** SOURCE INFORMATION follows **
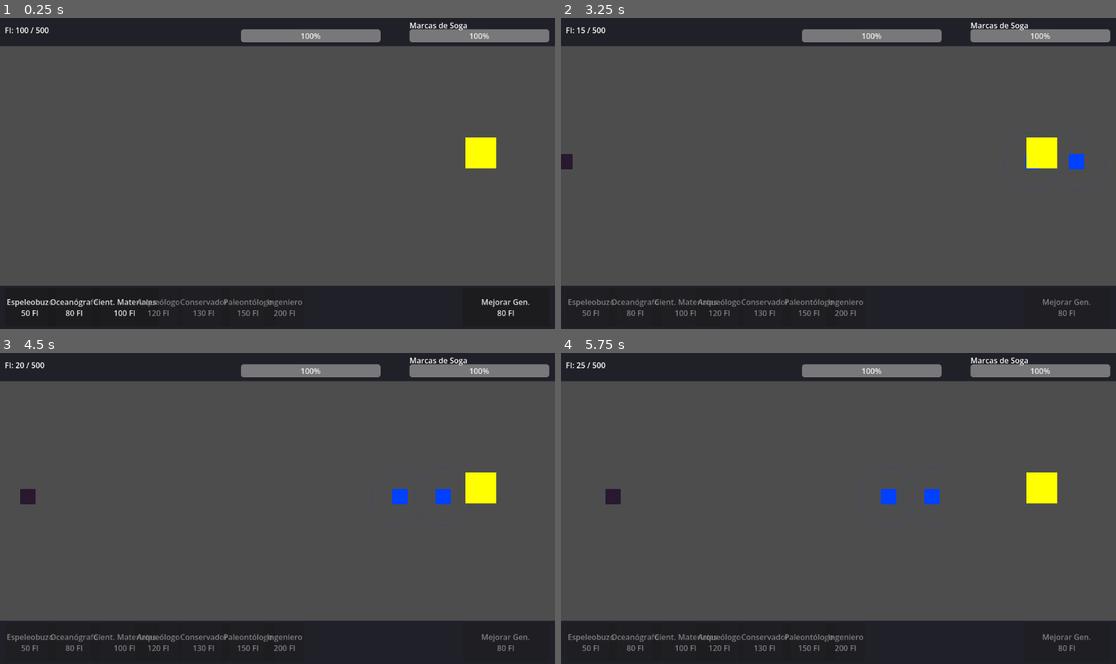
Above: before the commit, frames 1-4 (two rows, left to right).
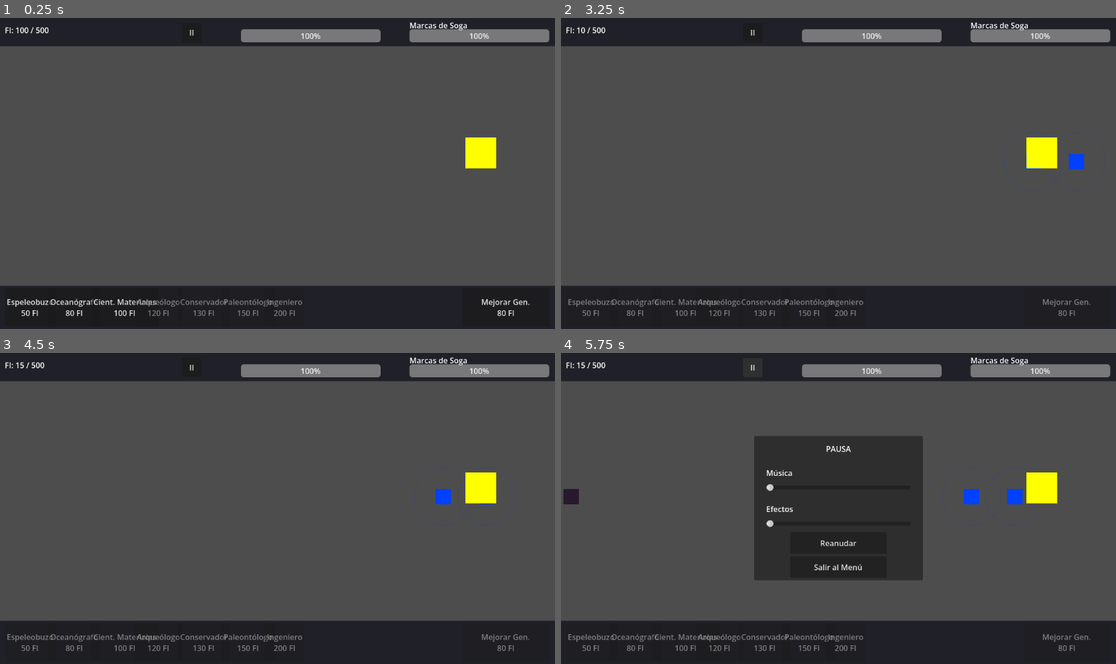
Above: after the commit, the same moments.

Repository: Haziel08/Battle-Dives
Game: Godot game, scene res://levels/level_base/level_base.tscn
Same seed, same stepped clock (60 frames per second), same inputs: the game is played once before the commit and once after it.
Inputs (mouse positions are in pixels of both pictures, inside the frame that each line leads up to):
- Up to frame 1 (0.25 s): no input
- Up to frame 2 (3.25 s): click (755, 33) at 0.5 s, where only the run after the commit has a clickable "II"; click (838, 207) at 1.25 s, where only the run after the commit has a clickable "Reanudar"; click "Espeleobuzo 50 FI" at 2 s; click "Espeleobuzo 50 FI" at 2.75 s
- Up to frame 3 (4.5 s): click (194, 368) at 3.5 s, where only the run after the commit has a clickable "II"; click (277, 542) at 4.25 s, where only the run after the commit has a clickable "Reanudar"
- Up to frame 4 (5.75 s): click (755, 368) at 5 s, where only the run after the commit has a clickable "II"

The runs differ from the first frame. In frame 1, less than 0.1% of the frame differs, in the area x 34-35%, y 3-6%; in frame 2, 0.1%; in frame 3, 0.4%; in frame 4, 15%, in the area x 0-87%, y 2-73%.

Commit message:
Agregando boton de pausa, creador d eniveles, arreglando combate, Arreglando win condition

Diff:
--- a/entities/specialists/specialist_data.gd
+++ b/entities/specialists/specialist_data.gd
@@ -18,4 +18,4 @@
 @export var color_debug: Color = Color.CYAN
 @export var tecla_numero: int = 1  # qué tecla lo despliega (1-7)
 @export var efectivo_contra: Array[String] = []
-@export var multiplicador_daño: float = 2.0  # daño x2 contra esas amenazas
+@export var multiplicador_danio: float = 2.0  # daño x2 contra esas amenazas
--- a/levels/level_base/level_base.gd
+++ b/levels/level_base/level_base.gd
@@ -30,6 +30,17 @@
 @onready var label_mensaje: Label = $HUD/LabelMensaje
 @onready var bottom_bar = $HUD/BottomPanel
 @onready var btn_mejora: Button = $HUD/BottomPanel/BtnMejoraFI
+@onready var panel_fin: Panel = $HUD/PanelFin
+@onready var label_resultado: Label = $HUD/PanelFin/LabelResultado
+@onready var btn_reintentar: Button = $HUD/PanelFin/BtnReintentar
+@onready var btn_siguiente: Button = $HUD/PanelFin/BtnSiguiente
+@onready var btn_salir: Button = $HUD/PanelFin/BtnSalir
+@onready var btn_pausa: Button = $HUD/BtnPausa
+@onready var panel_pausa: Panel = $HUD/PanelPausa
+@onready var slider_musica: HSlider = $HUD/PanelPausa/SliderMusica
+@onready var slider_sfx: HSlider = $HUD/PanelPausa/SliderSFX
+@onready var btn_reanudar: Button = $HUD/PanelPausa/BtnReanudar
+@onready var btn_salir_pausa: Button = $HUD/PanelPausa/BtnSalirPausa
 
 var botones: Array = []
 var timer_fi: float = 0.0
@@ -60,6 +71,30 @@
 	btn_mejora.pressed.connect(_on_mejora_pressed)
 	_actualizar_btn_mejora()
 	actualizar_hud()
+
+	panel_fin.hide()
+	btn_reintentar.pressed.connect(_on_reintentar_pressed)
+	btn_siguiente.pressed.connect(_on_siguiente_pressed)
+	btn_salir.pressed.connect(_on_salir_pressed)
+
+	# IMPORTANTE: que el panel funcione aunque el árbol esté en pausa
+	panel_fin.process_mode = Node.PROCESS_MODE_ALWAYS
+	btn_reintentar.process_mode = Node.PROCESS_MODE_ALWAYS
+	btn_siguiente.process_mode = Node.PROCESS_MODE_ALWAYS
+	btn_salir.process_mode = Node.PROCESS_MODE_ALWAYS
+
+	panel_pausa.hide()
+	btn_pausa.pressed.connect(_on_pausa_pressed)
+	btn_reanudar.pressed.connect(_on_reanudar_pressed)
+	btn_salir_pausa.pressed.connect(_on_salir_pressed)
+	slider_musica.value_changed.connect(_on_volumen_musica_changed)
+	slider_sfx.value_changed.connect(_on_volumen_sfx_changed)
+
+	# Que funcionen en pausa
+	btn_pausa.process_mode = Node.PROCESS_MODE_ALWAYS
+	panel_pausa.process_mode = Node.PROCESS_MODE_ALWAYS
+	for hijo in panel_pausa.get_children():
+		hijo.process_mode = Node.PROCESS_MODE_ALWAYS
 
 func _cargar_configuracion() -> void:
 	# Cargar datos del hallazgo
@@ -122,6 +157,13 @@
 		btn_mejora.disabled = fondo_investigacion < costo_mejora_actual()
 
 func _input(event: InputEvent) -> void:
+# Dentro de _input(), AL PRINCIPIO, antes del check de juego_activo:
+	if event is InputEventKey and event.pressed and event.keycode == KEY_ESCAPE:
+		if panel_pausa.visible:
+			_on_reanudar_pressed()
+		elif juego_activo:
+			_on_pausa_pressed()
+		return
 	if not event is InputEventKey or not event.pressed or not juego_activo:
 		return
 	var num = event.keycode - KEY_0
@@ -196,19 +238,58 @@
 	label_ic.text = "IC: %d/%d" % [ic_actual, ic_maximo]
 
 func _on_hallazgo_destruido() -> void:
-	juego_activo = false
-	label_mensaje.text = "DERROTA\nEl hallazgo fue destruido"
+	_terminar_juego("DERROTA\nEl hallazgo fue destruido", false)
 
 func _on_contexto_perdido() -> void:
-	juego_activo = false
-	label_mensaje.text = "DERROTA\nEl contexto científico fue perdido"
+	_terminar_juego("DERROTA\nEl contexto científico fue perdido", false)
 
 func _victoria() -> void:
-	juego_activo = false
-	label_mensaje.text = "¡VICTORIA!\nHallazgo protegido"
+	_terminar_juego("¡VICTORIA!\nHallazgo protegido", true)
+
 
 func _no_quedan_amenazas() -> bool:
 	for hijo in path.get_children():
 		if hijo.has_method("recibir_danio_de_tropa"):
 			return false
 	return true
+
+func _terminar_juego(mensaje: String, gano: bool) -> void:
+	juego_activo = false
+	get_tree().paused = true
+	_mostrar_panel_fin(mensaje, gano)
+
+func _mostrar_panel_fin(mensaje: String, gano: bool) -> void:
+	label_resultado.text = mensaje
+	btn_siguiente.visible = gano  # solo mostrar "Siguiente" si ganó
+	panel_fin.show()
+
+func _on_reintentar_pressed() -> void:
+	get_tree().paused = false
+	get_tree().reload_current_scene()
+
+func _on_siguiente_pressed() -> void:
+	get_tree().paused = false
+	# Por ahora reinicia el mismo nivel; cuando tengas selector de niveles, cambia esto
+	get_tree().reload_current_scene()
+
+func _on_salir_pressed() -> void:
+	get_tree().paused = false
+	# Cuando tengas el menú principal, cambia esta ruta
+	get_tree().reload_current_scene()
+
+func _on_pausa_pressed() -> void:
+	if juego_activo:
+		get_tree().paused = true
+		panel_pausa.show()
+
+func _on_reanudar_pressed() -> void:
+	get_tree().paused = false
+	panel_pausa.hide()
+
+func _on_volumen_musica_changed(valor: float) -> void:
+	var bus_idx = AudioServer.get_bus_index("Music")
+	AudioServer.set_bus_volume_db(bus_idx, linear_to_db(valor))
+
+func _on_volumen_sfx_changed(valor: float) -> void:
+	var bus_idx = AudioServer.get_bus_index("SFX")
+	AudioServer.set_bus_volume_db(bus_idx, linear_to_db(valor))
--- a/levels/level_base/level_base.tscn
+++ b/levels/level_base/level_base.tscn
@@ -149,6 +149,134 @@
 offset_right = 1140.0
 offset_bottom = 85.0
 
+[node name="PanelFin" type="Panel" parent="HUD" unique_id=1654988756]
+anchors_preset = 8
+anchor_left = 0.5
+anchor_top = 0.5
+anchor_right = 0.5
+anchor_bottom = 0.5
+offset_left = -198.0
+offset_top = -163.0
+offset_right = 202.0
+offset_bottom = 117.0
+grow_horizontal = 2
+grow_vertical = 2
+
+[node name="LabelResultado" type="Label" parent="HUD/PanelFin" unique_id=934356929]
+layout_mode = 0
+offset_left = 20.0
+offset_top = 20.0
+offset_right = 380.0
+offset_bottom = 100.0
+horizontal_alignment = 1
+vertical_alignment = 1
+autowrap_mode = 2
+uppercase = true
+
+[node name="BtnReintentar" type="Button" parent="HUD/PanelFin" unique_id=530302319]
+layout_mode = 0
+offset_left = 100.0
+offset_top = 120.0
+offset_right = 300.0
+offset_bottom = 165.0
+text = "Reintentar"
+
+[node name="BtnSiguiente" type="Button" parent="HUD/PanelFin" unique_id=1168709614]
+layout_mode = 0
+offset_left = 100.0
+offset_top = 175.0
+offset_right = 300.0
+offset_bottom = 220.0
+text = "Siguiente Nivel"
+
+[node name="BtnSalir" type="Button" parent="HUD/PanelFin" unique_id=531713078]
+layout_mode = 0
+offset_left = 100.0
+offset_top = 230.0
+offset_right = 300.0
+offset_bottom = 275.0
+text = "Salir al Menú"
+
+[node name="BtnPausa" type="Button" parent="HUD" unique_id=42655146]
+offset_left = 378.0
+offset_top = 12.0
+offset_right = 418.0
+offset_bottom = 52.0
+text = "II"
+
+[node name="PanelPausa" type="Panel" parent="HUD" unique_id=2034339375]
+visible = false
+anchors_preset = 8
+anchor_left = 0.5
+anchor_top = 0.5
+anchor_right = 0.5
+anchor_bottom = 0.5
+offset_left = -175.0
+offset_top = -150.0
+offset_right = 175.0
+offset_bottom = 150.0
+grow_horizontal = 2
+grow_vertical = 2
+
+[node name="LabelTitulo" type="Label" parent="HUD/PanelPausa" unique_id=101135054]
+layout_mode = 0
+offset_top = 15.0
+offset_right = 350.0
+offset_bottom = 45.0
+text = "Pausa"
+horizontal_alignment = 1
+uppercase = true
+
+[node name="LabelMusica" type="Label" parent="HUD/PanelPausa" unique_id=812097257]
+layout_mode = 0
+offset_left = 25.0
+offset_top = 65.0
+offset_right = 175.0
+offset_bottom = 90.0
+text = "Música"
+
+[node name="LabelSFX" type="Label" parent="HUD/PanelPausa" unique_id=484903404]
+layout_mode = 0
+offset_left = 25.0
+offset_top = 140.0
+offset_right = 175.0
+offset_bottom = 165.0
+text = "Efectos"
+
+[node name="BtnReanudar" type="Button" parent="HUD/PanelPausa" unique_id=644163217]
+layout_mode = 0
+offset_left = 75.0
+offset_top = 200.0
+offset_right = 275.0
+offset_bottom = 245.0
+text = "Reanudar"
+
+[node name="BtnSalirPausa" type="Button" parent="HUD/PanelPausa" unique_id=1152407830]
+layout_mode = 0
+offset_left = 75.0
+offset_top = 250.0
+offset_right = 275.0
+offset_bottom = 295.0
+text = "Salir al Menú"
+
+[node name="SliderSFX" type="HSlider" parent="HUD/PanelPausa" unique_id=24390803]
+layout_mode = 0
+offset_left = 25.0
+offset_top = 170.0
+offset_right = 325.0
+offset_bottom = 195.0
+max_value = 1.0
+step = 0.05
+
+[node name="SliderMusica" type="HSlider" parent="HUD/PanelPausa" unique_id=1302503714]
+layout_mode = 0
+offset_left = 25.0
+offset_top = 95.0
+offset_right = 325.0
+offset_bottom = 120.0
+max_value = 1.0
+step = 0.05
+
 [node name="FindingZone" type="Node2D" parent="." unique_id=1478852481]
 position = Vector2(1000, 282)
** End of SOURCE INFORMATION **
▶ [ASSIGNMENT]: Find each line in the records that contains the string "levels", then say how many there are and nothing else.

▶ [WRITTEN ANSWER]: 5